### About this task
Without any pictures, output the records exactly as they are.

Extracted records

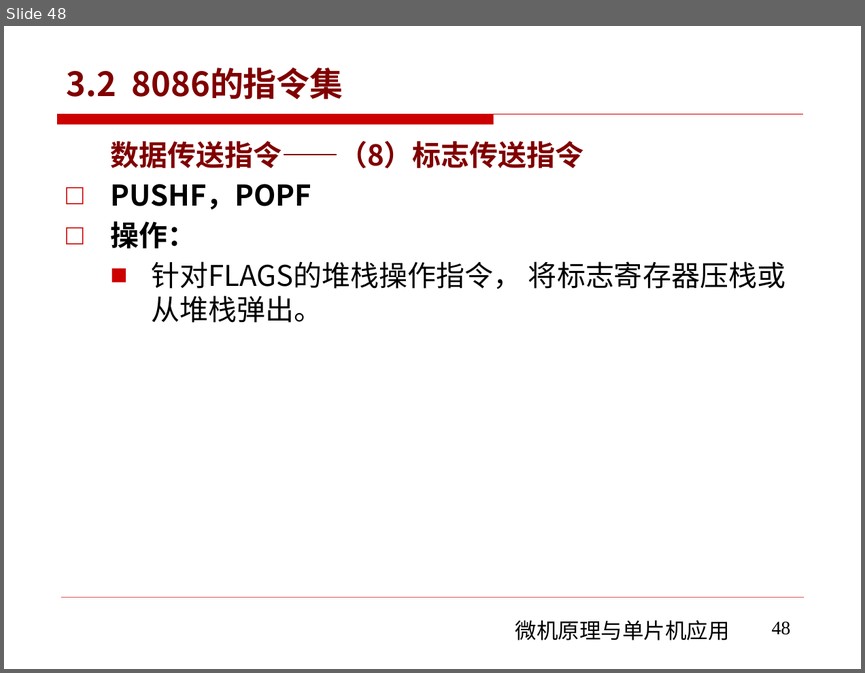
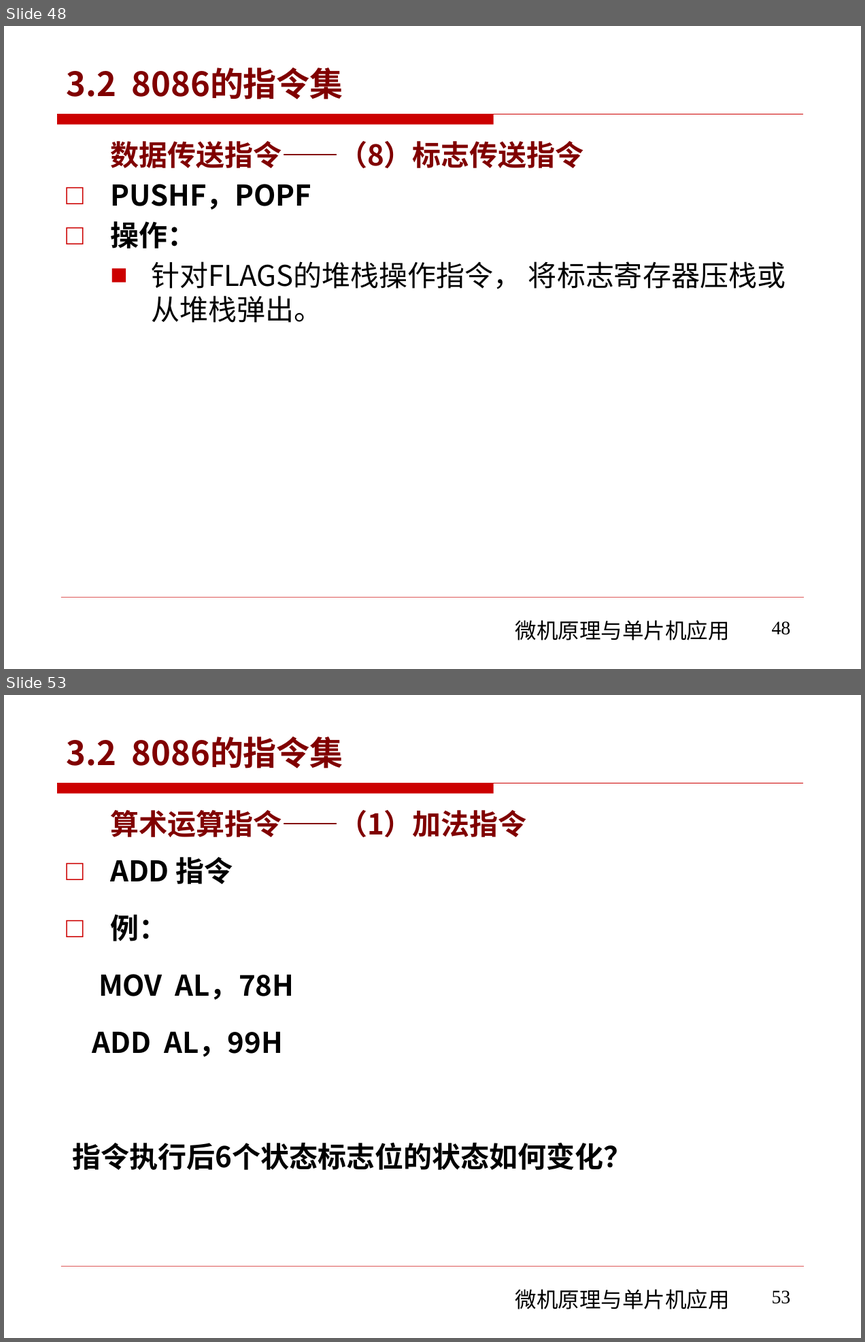
Before and after one commit to rshouc/Microcomputer, a slide deck: PPT/The Principle of Microcomputer/第三章 微机原理（8086的指令系统-指令集).pptx. Shown one above the other, each under a label of ours: slide 48 before the commit, slides 48 and 53 after it; the slides between them are not shown. The pictures are 865x673 and 865x1342 pixels, drawn with LibreOffice and Linux fonts; fonts in the diff are those of the drawing; background and template pictures are left out. Boxes give left, top, right and bottom in pixels: in the first picture for what was removed or moved away, otherwise in the second. Text is boxed around its words. In the diff, an @@ line names an element or a change of style, - is before the commit and + after.

```diff
--- a/PPT/The Principle of Microcomputer/第三章 微机原理（8086的指令系统-指令集).pptx
+++ b/PPT/The Principle of Microcomputer/第三章 微机原理（8086的指令系统-指令集).pptx
@@ slide 53 added at [4, 695, 861, 1338], background #FFFFFF; not listed: 3 template elements that a slide beside it also shows @@
@@ title added at [67, 736, 343, 768], 28 pt, text #800000, bold @@
+3.2 8086的指令集
@@ text added at [73, 810, 632, 1170], 24 pt, text #000000 @@
+算术运算指令——（1）加法指令
+□ ADD 指令
+□ 例：
+MOV AL，78H
+ADD AL，99H
+指令执行后6个状态标志位的状态如何变化？
@@ page number added at [772, 1290, 791, 1304], 16 pt, text #000000 @@
+53
```
Also in this commit, not shown: 111 other slides added.

### Answer below
Before and after one commit to rshouc/Microcomputer, a slide deck: PPT/The Principle of Microcomputer/第三章 微机原理（8086的指令系统-指令集).pptx. Shown one above the other, each under a label of ours: slide 48 before the commit, slides 48 and 53 after it; the slides between them are not shown. The pictures are 865x673 and 865x1342 pixels, drawn with LibreOffice and Linux fonts; fonts in the diff are those of the drawing; background and template pictures are left out. Boxes give left, top, right and bottom in pixels: in the first picture for what was removed or moved away, otherwise in the second. Text is boxed around its words. In the diff, an @@ line names an element or a change of style, - is before the commit and + after.

```diff
--- a/PPT/The Principle of Microcomputer/第三章 微机原理（8086的指令系统-指令集).pptx
+++ b/PPT/The Principle of Microcomputer/第三章 微机原理（8086的指令系统-指令集).pptx
@@ slide 53 added at [4, 695, 861, 1338], background #FFFFFF; not listed: 3 template elements that a slide beside it also shows @@
@@ title added at [67, 736, 343, 768], 28 pt, text #800000, bold @@
+3.2 8086的指令集
@@ text added at [73, 810, 632, 1170], 24 pt, text #000000 @@
+算术运算指令——（1）加法指令
+□ ADD 指令
+□ 例：
+MOV AL，78H
+ADD AL，99H
+指令执行后6个状态标志位的状态如何变化？
@@ page number added at [772, 1290, 791, 1304], 16 pt, text #000000 @@
+53
```
Also in this commit, not shown: 111 other slides added.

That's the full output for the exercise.